I would definitely like the documentation and tools to describe what the idiomatic way of opting into/out of delegated events would look like in Solid, and if there is delegation happening, which events are affected by this. I can see a lot of other developers coming from Preact and similar libraries being caught out by this if they're used to leveraging the web platform's native event affordances.

KrofDrakula avatar Feb 02 '22 07:02 KrofDrakula

I can see a lot of other developers coming from Preact and similar libraries being caught out by this if they're used to leveraging the web platform's native event affordances.

Just an FYI: Preact doesn't do event delegation. It's similar to solidjs in how browser events are handled.

marvinhagemeister avatar Feb 08 '22 12:02 marvinhagemeister

do deferred events bubble up? if so I would rather just add another on:keydown farther up in my app if I needed a global keyevent handler

mendrik avatar Mar 18 '22 11:03 mendrik

do deferred events bubble up? if so I would rather just add another on:keydown farther up in my app if I needed a global keyevent handler

If you mean delegated events, they bubble but do so with custom bubbling that happens when the original event has already bubbled up to the document.

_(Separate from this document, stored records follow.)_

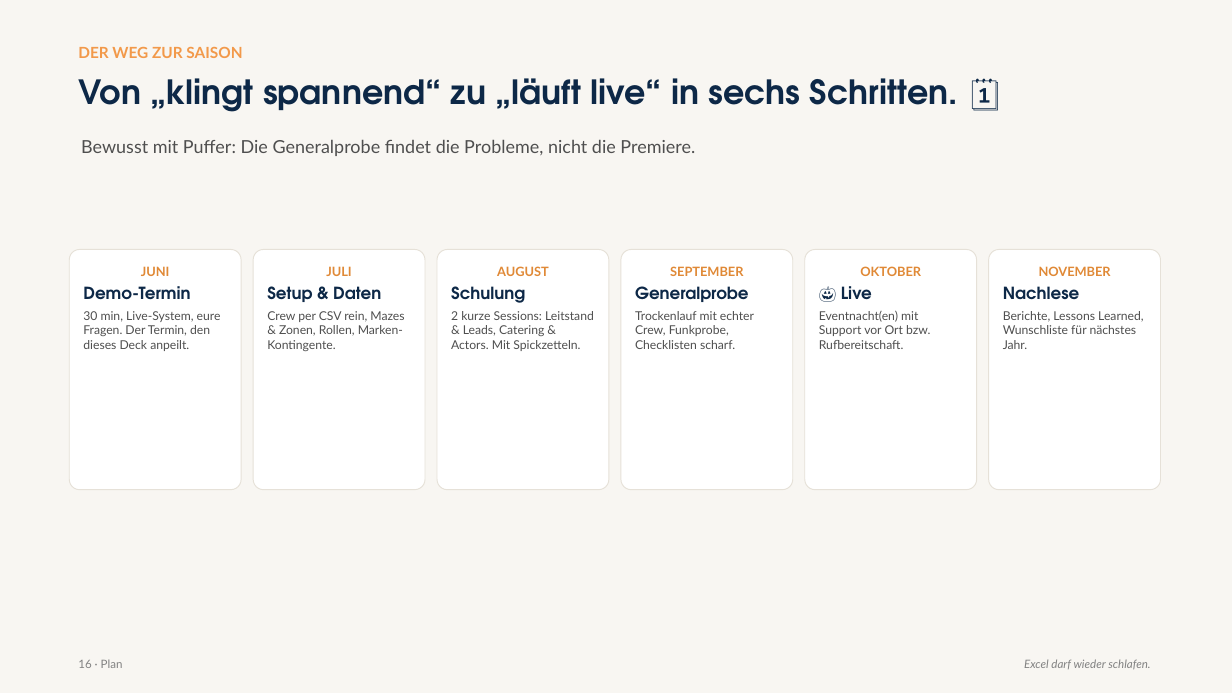
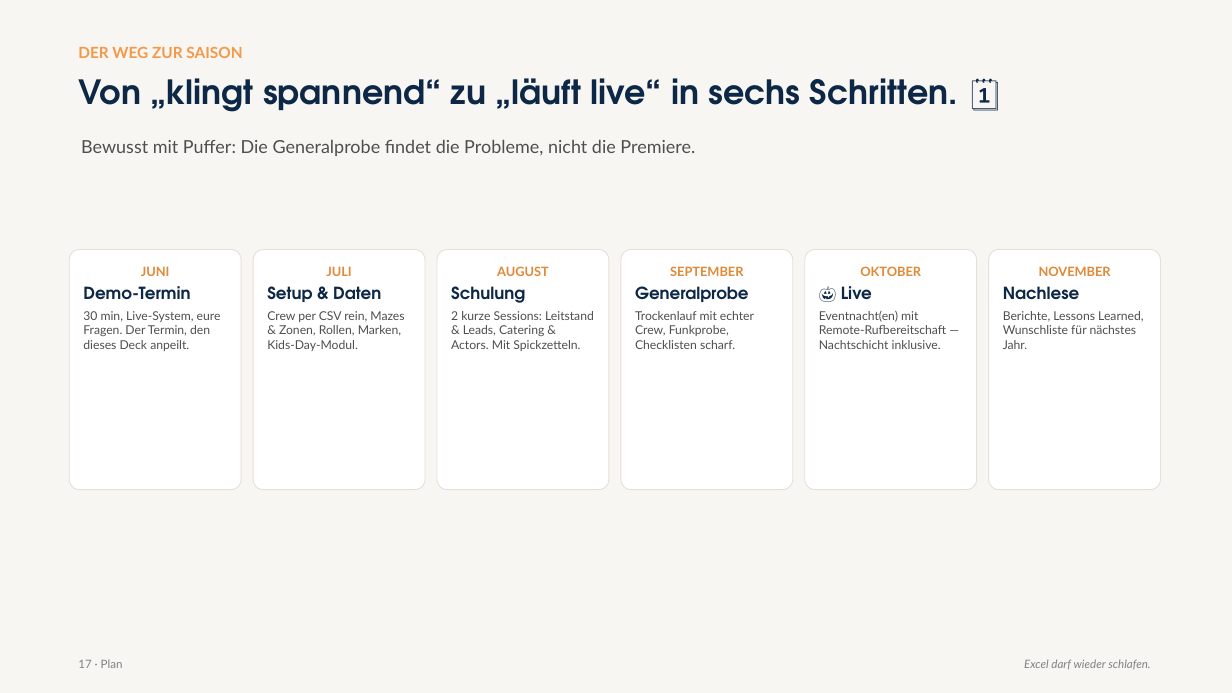
Before and after one commit to Lootziffer666/HORRORGETICON-OPS, a slide deck: slide 17 of pitch/Horrorgeticon_Ops_Pitchdeck.pptx (slide 16 before the commit). Drawn at 1232x693 pixels with LibreOffice and Linux fonts; fonts in the diff are those of the drawing. Boxes give left, top, right and bottom in pixels: in the first picture for what was removed or moved away, otherwise in the second. Text is boxed around its words. In the diff, an @@ line names an element or a change of style, - is before the commit and + after.

```diff
--- a/pitch/Horrorgeticon_Ops_Pitchdeck.pptx
+++ b/pitch/Horrorgeticon_Ops_Pitchdeck.pptx
@@ text in rounded rectangle at bbox=[267, 311, 404, 351]: text changed @@
-Crew per CSV rein, Mazes & Zonen, Rollen, Marken-Kontingente.
+Crew per CSV rein, Mazes & Zonen, Rollen, Marken, Kids-Day-Modul.
@@ text in rounded rectangle at bbox=[819, 311, 946, 349]: text changed @@
-Eventnacht(en) mit Support vor Ort bzw. Rufbereitschaft.
+Eventnacht(en) mit Remote-Rufbereitschaft — Nachtschicht inklusive.
@@ text at bbox=[78, 659, 123, 668]: text changed @@
-16 · Plan
+17 · Plan
```
Also in this commit, not shown: 4 other slides changed, 1 slide added, 2 other files.
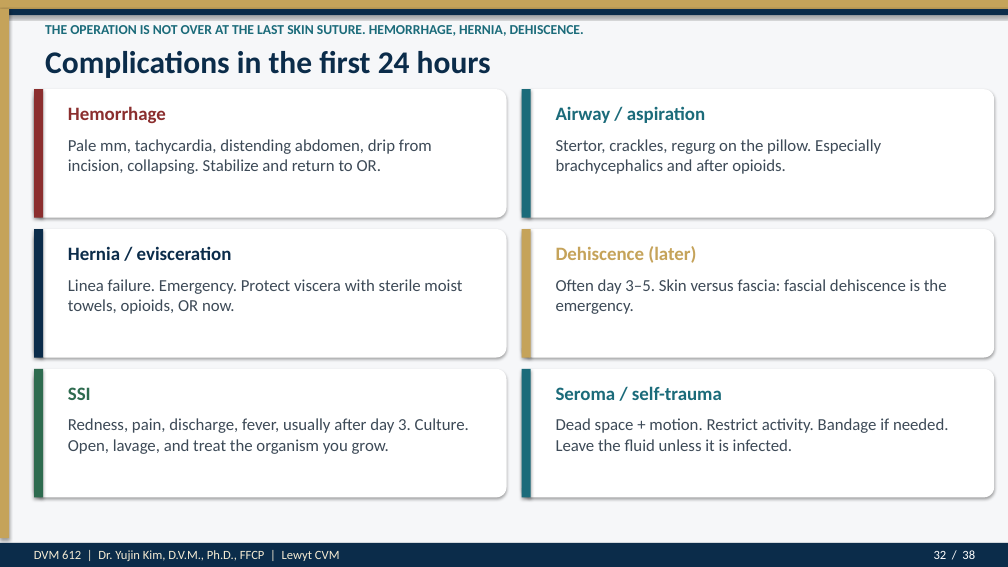
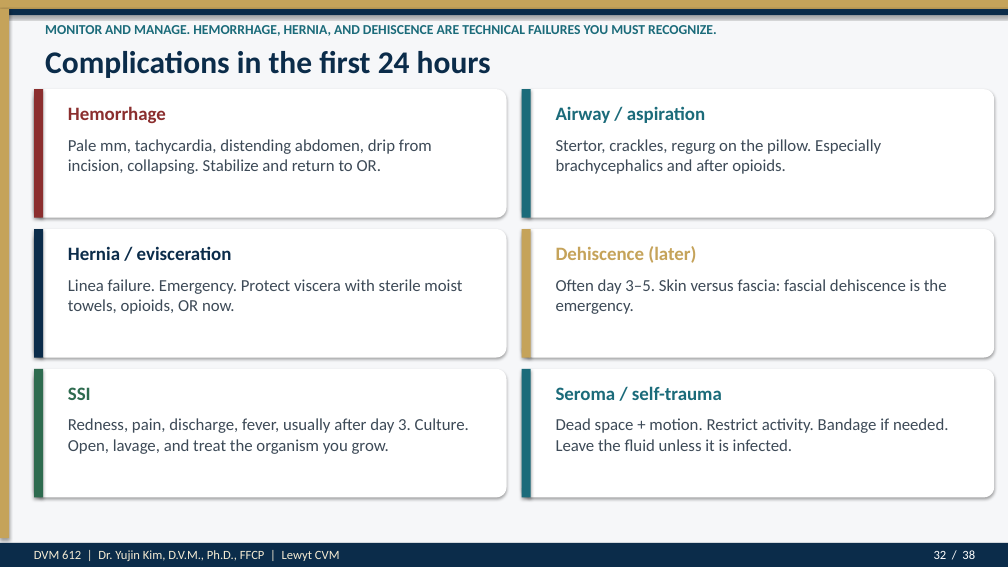
Before and after one commit to drkimvet/happycare, a slide deck: slide 32 of lectures/DVM-612_Week4_Preop_PatientPrep_Postop.pptx. Drawn at 1008x567 pixels with LibreOffice and Linux fonts; fonts in the diff are those of the drawing. Boxes give left, top, right and bottom in pixels: in the first picture for what was removed or moved away, otherwise in the second. Text is boxed around its words. In the diff, an @@ line names an element or a change of style, - is before the commit and + after.

```diff
--- a/lectures/DVM-612_Week4_Preop_PatientPrep_Postop.pptx
+++ b/lectures/DVM-612_Week4_Preop_PatientPrep_Postop.pptx
@@ text at (45, 25, 716, 36): text changed @@
-THE OPERATION IS NOT OVER AT THE LAST SKIN SUTURE. HEMORRHAGE, HERNIA, DEHISCENCE.
+MONITOR AND MANAGE. HEMORRHAGE, HERNIA, AND DEHISCENCE ARE TECHNICAL FAILURES YOU MUST RECOGNIZE.
```
Also in this commit, not shown: 13 other slides changed, 7 other files.

ryansolid avatar Mar 18 '22 14:03 ryansolid

I'm not TS savvy to know what the preferred choice is here. But this issue is about as stale as it gets and no one commented on whether we should do this.

I think that it is interesting whether we should basically use types to direct people to the overload as it isn't the intended usage but I can see why people would want these types if they used them all the time. In either case we can probably take this to DOM Expressions or at least a discussion.